Catching Up with Annie

Turning the Tide Together

Hello, everyone!

 

For many Granite Staters, the ongoing opioid epidemic is the most pressing issue facing New Hampshire today. I have been working with my colleagues in Congress and with local stakeholders to combat the crisis here in New Hampshire and across the country, and I’d like to share with you some of the most recent developments in this fight: 

 

White House Announces Additional Action to Address the Heroin Epidemic 

As families across New Hampshire and around the country continue to lose loved ones to opioid use at an alarming rate, we must take action now. I’ve long urged the White House to be more proactive about addressing this crisis, and I’m very pleased that the Administration recently announced new steps to curb the opioid crisis. I thank the Administration for implementing a number of programs I’ve advocated for, including working to expand access to treatment for individuals suffering from opioid use disorder through a number of grant programs, finalizing a rule requiring mental health and substance use disorder treatment benefits for patients to be comparable to medical and surgical benefits, and implementing new steps to ensure more doctors are trained in pain management and addiction prevention.

 

CDC’s New Opioid Prescription Guidelines

Across the country, four out of five heroin users began their path to addiction after first misusing prescription drugs.

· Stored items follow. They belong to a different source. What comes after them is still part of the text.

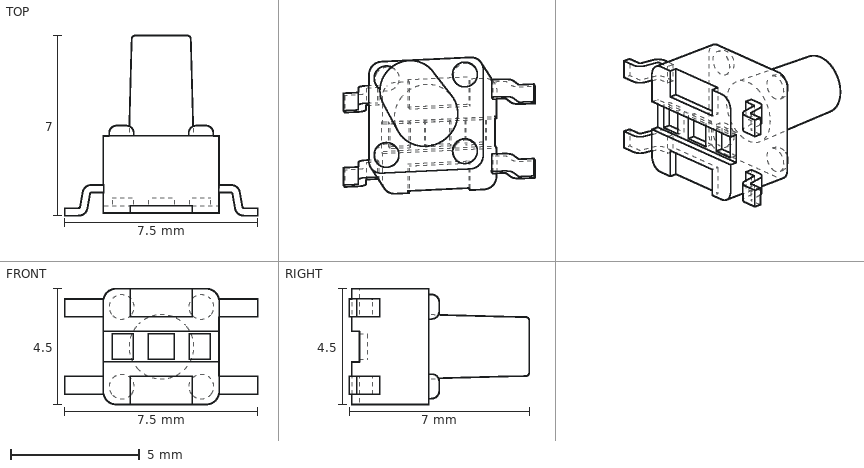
import cadquery as cq
import math


HOUSING_SIDE = 4.5
HOUSING_DEPTH = 3.0
HOUSING_CORNER_RADIUS = 0.5

RECESS_DEPTH = 0.3
EDGE_NOTCH_WIDTH = 2.4
EDGE_NOTCH_HEIGHT = 1.1
GROOVE_HEIGHT = 1.185
POCKET_DEPTH = 0.3
POCKET_HEIGHT = 0.99
MIDDLE_POCKET_WIDTH = 1.0
SIDE_POCKET_WIDTH = 0.81
SIDE_POCKET_OFFSET = 1.5

PLUNGER_LENGTH = 3.9
PLUNGER_BASE_DIAMETER = 2.505
PLUNGER_TIP_DIAMETER = 2.295
PLUNGER_TIP_FILLET = 0.15

RIVET_DIAMETER = 0.96
RIVET_HEIGHT = 0.405
RIVET_FILLET = 0.3
RIVET_OFFSET = 1.545

LEAD_SPAN = 7.5
LEAD_THICKNESS = 0.3
LEAD_WIDTH = 0.705
LEAD_OFFSET_Z = 1.5
LEAD_HEIGHT = 1.2
LEAD_STANDOFF = 0.1
LEAD_ROOT_LENGTH = 0.46
LEAD_INNER_BEND_RADIUS = 0.05
LEAD_BEND_ANGLE = math.radians(80)

HALF_SIDE = HOUSING_SIDE / 2
SIGNS = (-1, 1)


def make_block():
    """Square block with its four edges along Y rounded."""
    block = cq.Workplane("XY").box(HOUSING_SIDE, HOUSING_DEPTH, HOUSING_SIDE, centered=(True, False, True))
    return block.edges("|Y").fillet(HOUSING_CORNER_RADIUS)


def make_recess(width, height, x, z, floor_y):
    """Box that cuts from the mounting face up to floor_y, centred at (x, z)."""
    return cq.Workplane("XY").box(width, floor_y, height, centered=(True, False, True)).translate((x, 0, z))


def cut_mounting_face(housing):
    """Cut two edge notches, a groove right across and three pockets in the groove floor."""
    notch_z = HALF_SIDE - EDGE_NOTCH_HEIGHT / 2
    for sign in SIGNS:
        housing = housing.cut(make_recess(EDGE_NOTCH_WIDTH, EDGE_NOTCH_HEIGHT, 0, sign * notch_z, RECESS_DEPTH))

    housing = housing.cut(make_recess(HOUSING_SIDE, GROOVE_HEIGHT, 0, 0, RECESS_DEPTH))

    pockets = (
        (-SIDE_POCKET_OFFSET, SIDE_POCKET_WIDTH),
        (0, MIDDLE_POCKET_WIDTH),
        (SIDE_POCKET_OFFSET, SIDE_POCKET_WIDTH),
    )
    for x, width in pockets:
        housing = housing.cut(make_recess(width, POCKET_HEIGHT, x, 0, RECESS_DEPTH + POCKET_DEPTH))
    return housing


def make_plunger():
    """Tapered round plunger with a rounded tip."""
    tip_y = HOUSING_DEPTH + PLUNGER_LENGTH
    profile = (
        cq.Workplane("XY")
        .moveTo(0, HOUSING_DEPTH)
        .lineTo(PLUNGER_BASE_DIAMETER / 2, HOUSING_DEPTH)
        .lineTo(PLUNGER_TIP_DIAMETER / 2, tip_y)
        .lineTo(0, tip_y)
        .close()
    )
    plunger = profile.revolve(360, (0, 0, 0), (0, 1, 0))
    return plunger.faces(">Y").edges().fillet(PLUNGER_TIP_FILLET)


def make_rivet(x, z):
    """Short round head with a domed rim, standing on the plunger side of the housing."""
    rivet = (
        cq.Workplane("XZ", origin=(x, HOUSING_DEPTH, z))
        .circle(RIVET_DIAMETER / 2)
        .extrude(-RIVET_HEIGHT)
    )
    return rivet.faces(">Y").edges().fillet(RIVET_FILLET)


def make_housing():
    """Block, plunger and four rivet heads as one solid."""
    housing = cut_mounting_face(make_block()).union(make_plunger())
    for x_sign in SIGNS:
        for z_sign in SIGNS:
            housing = housing.union(make_rivet(x_sign * RIVET_OFFSET, z_sign * RIVET_OFFSET))
    return housing


def make_lead(side, z, housing):
    """Gull-wing strip swept along its centre line; its root is trimmed to fit the housing surface."""
    bend_radius = LEAD_INNER_BEND_RADIUS + LEAD_THICKNESS / 2
    bend_run = bend_radius * math.sin(LEAD_BEND_ANGLE)
    bend_drop = bend_radius * (1 - math.cos(LEAD_BEND_ANGLE))
    half_bend_run = bend_radius * math.sin(LEAD_BEND_ANGLE / 2)
    half_bend_drop = bend_radius * (1 - math.cos(LEAD_BEND_ANGLE / 2))

    foot_y = LEAD_THICKNESS / 2 - LEAD_STANDOFF
    root_y = foot_y + LEAD_HEIGHT - LEAD_THICKNESS
    leg_drop = root_y - foot_y - 2 * bend_drop
    leg_run = leg_drop / math.tan(LEAD_BEND_ANGLE)

    start_x = HALF_SIDE - HOUSING_CORNER_RADIUS
    upper_bend_x = HALF_SIDE + LEAD_ROOT_LENGTH
    lower_bend_x = upper_bend_x + 2 * bend_run + leg_run

    centre_line = (
        cq.Workplane("XY", origin=(0, 0, z))
        .moveTo(side * start_x, root_y)
        .lineTo(side * upper_bend_x, root_y)
        .threePointArc(
            (side * (upper_bend_x + half_bend_run), root_y - half_bend_drop),
            (side * (upper_bend_x + bend_run), root_y - bend_drop),
        )
        .lineTo(side * (lower_bend_x - bend_run), foot_y + bend_drop)
        .threePointArc(
            (side * (lower_bend_x - half_bend_run), foot_y + half_bend_drop),
            (side * lower_bend_x, foot_y),
        )
        .lineTo(side * LEAD_SPAN / 2, foot_y)
    )
    section = cq.Workplane("YZ", origin=(side * start_x, root_y, z)).rect(LEAD_THICKNESS, LEAD_WIDTH)
    return section.sweep(centre_line).cut(housing)


housing = make_housing()
leads = [make_lead(side, z_sign * LEAD_OFFSET_Z, housing) for side in SIGNS for z_sign in SIGNS]

result = cq.Compound.makeCompound([housing.solids().val(), *[lead.solids().val() for lead in leads]])

As one of the states hit hardest by the opioid and heroin epidemic sweeping the nation, Granite Staters know firsthand that we must get ahead of this issue. One way to do this is by putting an end to the dangerous practice of overprescribing, which often leads patients down the deadly path to addiction. I applaud the Centers for Disease Control and Prevention (CDC) for releasing twelve new guidelines, which will help reduce overprescribing and cut down on the amount of drugs available for misuse and purchase on the black market.

 

But we must not stop here; that’s why I encourage Congress to immediately pass into law a number of bills my colleagues and I on the Bipartisan Task Force to Combat the Heroin Epidemic have introduced, including the Mooney-Kuster Bill, which will eliminate an incentive in the Affordable Care Act that indirectly leads physicians to overprescribe opioids for pain management.

 

Fighting for the Funding We Need

In order to successfully stem the crisis, we must ensure our law enforcement, medical providers, and prevention advocates have the resources necessary to address this crisis in a comprehensive way. I was proud to lead a letter to the House Appropriations Committee requesting funding for programs to help New Hampshire and other affected states fight the heroin epidemic. You can read the full text of my letter here

 

Upcoming Task Force Hearing

Later today, I will be questioning the CDC and other medical experts about current opioid prescribing practices during a hearing of the Bipartisan Task Force to Combat the Heroin Epidemic, which I co-founded last year. The Task Force has heard from a variety of experts over the past few months about how we can best work together to stem to crisis, and I am proud to announce that I will be bringing the Task Force to New Hampshire for a field hearing on April 25th to examine the heroin crisis and its impact on the northeast. I will be joined by additional Members of Congress in hearing from law enforcement, medical, and prevention communities on three distinct panels. The feedback we hear from New Hampshire stakeholders and regional experts will help guide the Task Force's continued work to establish comprehensive solutions to the opioid epidemic. 

 

Thank you for all that you do to make New Hampshire such a wonderful place to live.